TASK —
Write only the number of lines below in which "title" occurs.

====== RECORDS

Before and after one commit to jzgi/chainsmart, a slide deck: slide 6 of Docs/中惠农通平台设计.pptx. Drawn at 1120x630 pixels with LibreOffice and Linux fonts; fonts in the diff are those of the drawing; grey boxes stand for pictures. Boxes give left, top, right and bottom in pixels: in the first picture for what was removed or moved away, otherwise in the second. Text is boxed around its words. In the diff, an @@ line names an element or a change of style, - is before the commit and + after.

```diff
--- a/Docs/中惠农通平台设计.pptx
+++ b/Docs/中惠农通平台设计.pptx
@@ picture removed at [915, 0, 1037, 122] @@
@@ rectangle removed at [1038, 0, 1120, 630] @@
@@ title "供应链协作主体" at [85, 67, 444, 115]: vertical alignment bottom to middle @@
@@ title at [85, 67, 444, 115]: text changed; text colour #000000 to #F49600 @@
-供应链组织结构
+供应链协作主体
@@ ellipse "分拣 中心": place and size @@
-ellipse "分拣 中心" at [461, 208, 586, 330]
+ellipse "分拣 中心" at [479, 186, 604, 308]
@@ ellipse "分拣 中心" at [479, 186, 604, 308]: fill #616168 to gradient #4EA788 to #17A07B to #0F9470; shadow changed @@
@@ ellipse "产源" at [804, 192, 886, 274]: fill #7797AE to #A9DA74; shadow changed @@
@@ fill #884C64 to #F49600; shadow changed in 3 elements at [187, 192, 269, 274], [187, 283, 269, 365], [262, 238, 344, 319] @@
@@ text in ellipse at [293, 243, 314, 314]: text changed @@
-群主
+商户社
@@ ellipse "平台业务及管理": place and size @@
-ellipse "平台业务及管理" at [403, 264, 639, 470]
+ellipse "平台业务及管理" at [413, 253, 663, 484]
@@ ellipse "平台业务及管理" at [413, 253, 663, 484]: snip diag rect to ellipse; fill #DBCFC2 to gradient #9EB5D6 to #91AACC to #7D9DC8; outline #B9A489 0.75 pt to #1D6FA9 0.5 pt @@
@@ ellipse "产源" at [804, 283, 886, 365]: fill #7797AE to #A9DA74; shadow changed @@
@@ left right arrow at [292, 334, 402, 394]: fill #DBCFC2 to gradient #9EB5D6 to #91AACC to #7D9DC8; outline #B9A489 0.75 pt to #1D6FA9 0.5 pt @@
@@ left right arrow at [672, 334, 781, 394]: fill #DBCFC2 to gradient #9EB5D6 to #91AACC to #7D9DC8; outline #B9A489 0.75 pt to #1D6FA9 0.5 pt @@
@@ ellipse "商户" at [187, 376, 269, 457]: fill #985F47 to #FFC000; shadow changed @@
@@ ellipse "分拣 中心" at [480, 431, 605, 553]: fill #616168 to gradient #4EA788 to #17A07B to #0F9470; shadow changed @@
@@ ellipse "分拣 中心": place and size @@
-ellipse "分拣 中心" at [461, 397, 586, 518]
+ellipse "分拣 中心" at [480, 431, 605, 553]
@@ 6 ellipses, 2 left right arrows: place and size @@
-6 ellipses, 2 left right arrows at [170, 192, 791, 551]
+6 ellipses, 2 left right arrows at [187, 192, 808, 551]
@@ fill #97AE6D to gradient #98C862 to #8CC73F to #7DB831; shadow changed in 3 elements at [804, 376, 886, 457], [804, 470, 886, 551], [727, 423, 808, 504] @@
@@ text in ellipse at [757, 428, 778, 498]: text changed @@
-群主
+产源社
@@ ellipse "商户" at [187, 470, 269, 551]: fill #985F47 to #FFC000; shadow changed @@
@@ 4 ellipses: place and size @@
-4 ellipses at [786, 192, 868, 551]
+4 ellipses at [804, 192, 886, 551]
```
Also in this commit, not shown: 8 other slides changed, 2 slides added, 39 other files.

============

EXPECTED ANSWER —
2